Let's start with the basics -- the concept of parameter versus control blocks.
I'm going to assume you're familiar with DOS or Unix, where you have a function available "open" to a file.
Code:
/* In C syntax, you might see something like this: */
int fileHandle;
fileHandle = open("/tmp/whatever", O_READONLY);
if(fileHandle == -1)
perror("Cannot open file because: ");
We might express this in 6502 assembly language like so:
Code:
LDA #<openParams
LDX #>openParams
JSR _open
STA fileHandle
BPL 1$
LDA #<errorMsg
LDX #>errorMsg
JSR _perror
1$:
; ...etc...
fileHandle:
.db 0
openParams:
.dw filename, O_READONLY
errorMsg:
.db "Couldn't open file because: ",0
filename:
.db "/tmp/whatever",0
In this case, the data structure defined by "openParams" is a "parameter block." It's used to pass inputs (and sometimes outputs for sophisticated-enough routines) to the library function you're calling. Note that parameter blocks look just like stack frames in C, except that they don't reside in the stack. They can sit anywhere in memory, and can even be re-used for other purposes if you can prove that nothing else will call into the OS or library while using the structure address.

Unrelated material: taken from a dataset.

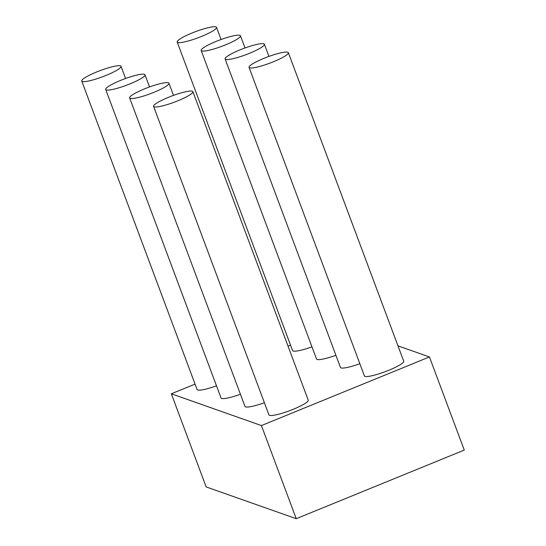 <?xml version="1.0" encoding="UTF-8"?>
<svg xmlns="http://www.w3.org/2000/svg" width="546" height="546" viewBox="0 0 546 546"><rect width="100%" height="100%" fill="white"/><g stroke="black" fill="none" stroke-linecap="round" stroke-linejoin="round"><path stroke-width="0.82" d="M397.973 345.85L429.443 356.954L464.264 450.088L296.239 518.7L206.156 486.923L171.335 393.789L195.052 384.104M288.035 346.137L290.52 345.12M429.443 356.954L261.418 425.566L296.239 518.7M261.418 425.566L171.335 393.789M288.363 52.696L403.712 361.206A20.98 3.317 159.5 0 1 387.053 370.966A20.98 3.317 159.5 0 1 364.967 376.351A20.98 3.317 159.5 0 1 364.407 375.901L249.058 67.39A20.98 3.317 -20.5 0 0 249.618 67.834A20.98 3.317 -20.5 0 0 271.703 62.449A20.98 3.317 -20.5 0 0 288.363 52.696A20.98 3.317 -20.5 0 0 267.547 56.934A20.98 3.317 -20.5 0 0 249.058 67.39M359.862 363.732A20.98 3.317 159.5 0 1 341.018 367.902A20.98 3.317 159.5 0 1 340.458 367.458L225.109 58.941A20.98 3.317 -20.5 0 0 225.669 59.384A20.98 3.317 -20.5 0 0 247.748 53.999A20.98 3.317 -20.5 0 0 264.407 44.246A20.98 3.317 -20.5 0 0 243.598 48.485A20.98 3.317 -20.5 0 0 225.109 58.941M264.394 402.716A20.98 3.317 159.5 0 1 245.55 406.886A20.98 3.317 159.5 0 1 244.99 406.436L129.641 97.918A20.98 3.317 -20.5 0 0 130.201 98.369A20.98 3.317 -20.5 0 0 152.279 92.984A20.98 3.317 -20.5 0 0 168.946 83.224A20.98 3.317 -20.5 0 0 148.13 87.462A20.98 3.317 -20.5 0 0 129.641 97.918M192.895 91.673L308.244 400.191A20.98 3.317 159.5 0 1 291.584 409.95A20.98 3.317 159.5 0 1 269.499 415.335A20.98 3.317 159.5 0 1 268.939 414.885L153.59 106.368A20.98 3.317 -20.5 0 0 154.149 106.818A20.98 3.317 -20.5 0 0 176.235 101.433A20.98 3.317 -20.5 0 0 192.895 91.673A20.98 3.317 -20.5 0 0 172.079 95.912A20.98 3.317 -20.5 0 0 153.59 106.368M216.489 385.817A20.98 3.317 159.5 0 1 197.645 389.987A20.98 3.317 159.5 0 1 197.086 389.537L81.736 81.02A20.98 3.317 -20.5 0 0 82.296 81.47A20.98 3.317 -20.5 0 0 104.375 76.085A20.98 3.317 -20.5 0 0 121.041 66.325A20.98 3.317 -20.5 0 0 100.225 70.571A20.98 3.317 -20.5 0 0 81.736 81.02M311.957 346.84A20.98 3.317 159.5 0 1 293.113 351.003A20.98 3.317 159.5 0 1 292.554 350.559L177.204 42.042A20.98 3.317 -20.5 0 0 177.764 42.492A20.98 3.317 -20.5 0 0 199.843 37.101A20.98 3.317 -20.5 0 0 216.509 27.348A20.98 3.317 -20.5 0 0 195.693 31.586A20.98 3.317 -20.5 0 0 177.204 42.042M240.438 394.267A20.98 3.317 159.5 0 1 221.594 398.437A20.98 3.317 159.5 0 1 221.041 397.986L105.692 89.469A20.98 3.317 -20.5 0 0 106.245 89.919A20.98 3.317 -20.5 0 0 128.33 84.534A20.98 3.317 -20.5 0 0 144.99 74.775A20.98 3.317 -20.5 0 0 124.181 79.013A20.98 3.317 -20.5 0 0 105.692 89.469M335.906 355.282A20.98 3.317 159.5 0 1 317.062 359.452A20.98 3.317 159.5 0 1 316.509 359.009L201.16 50.491A20.98 3.317 -20.5 0 0 201.713 50.935A20.98 3.317 -20.5 0 0 223.799 45.55A20.98 3.317 -20.5 0 0 240.458 35.797A20.98 3.317 -20.5 0 0 219.642 40.035A20.98 3.317 -20.5 0 0 201.16 50.491M264.407 44.246L268.96 56.415M168.946 83.224L173.492 95.393M121.041 66.325L125.587 78.494M216.509 27.348L221.055 39.517M144.99 74.775L149.543 86.944M240.458 35.797L245.011 47.966"/></g></svg>

Once inside the open() call, you need to save the pointer to the parameter block:
Code:
_open:
STA param
STX param+1
;
; work, work, work,
;
LDY #0
LDA (param),Y
STA filenameLow
INY
LDA (param),Y
STA filenameHigh
;
; etc...
;
The difference between a parameter block and a control block is one of how much state resides in the block of memory. For example, suppose our OS keeps track of device ID using a 16-bit number, starting sector number (16-bit), current sector number (16-bit), byte offset (16-bit) within that sector. (For example, this would be plenty sufficient to work with a FAT filesystem.) Then we'd need to expand our code accordingly:
Code:
openParams:
.dw filename, O_READONLY ; these are inputs to the open() call
.dw 0, 0, 0, 0 ; these are maintenance state variables used by other filesystem calls
This no longer serves just the purpose of parameters, but now also has control information (used by the OS). Thus, it's now a
control block. The up-side of this is that you save memory (no need for handle tables, etc.), but the down-side is that you directly expose the implementation details of your library or OS. Thus, whenever you want to change your OS, you almost certainly will break application compatibility (what happens if you don't use FAT? NTFS has no concept of a "starting block" for a file, for example, but rather "extents belonging to forks").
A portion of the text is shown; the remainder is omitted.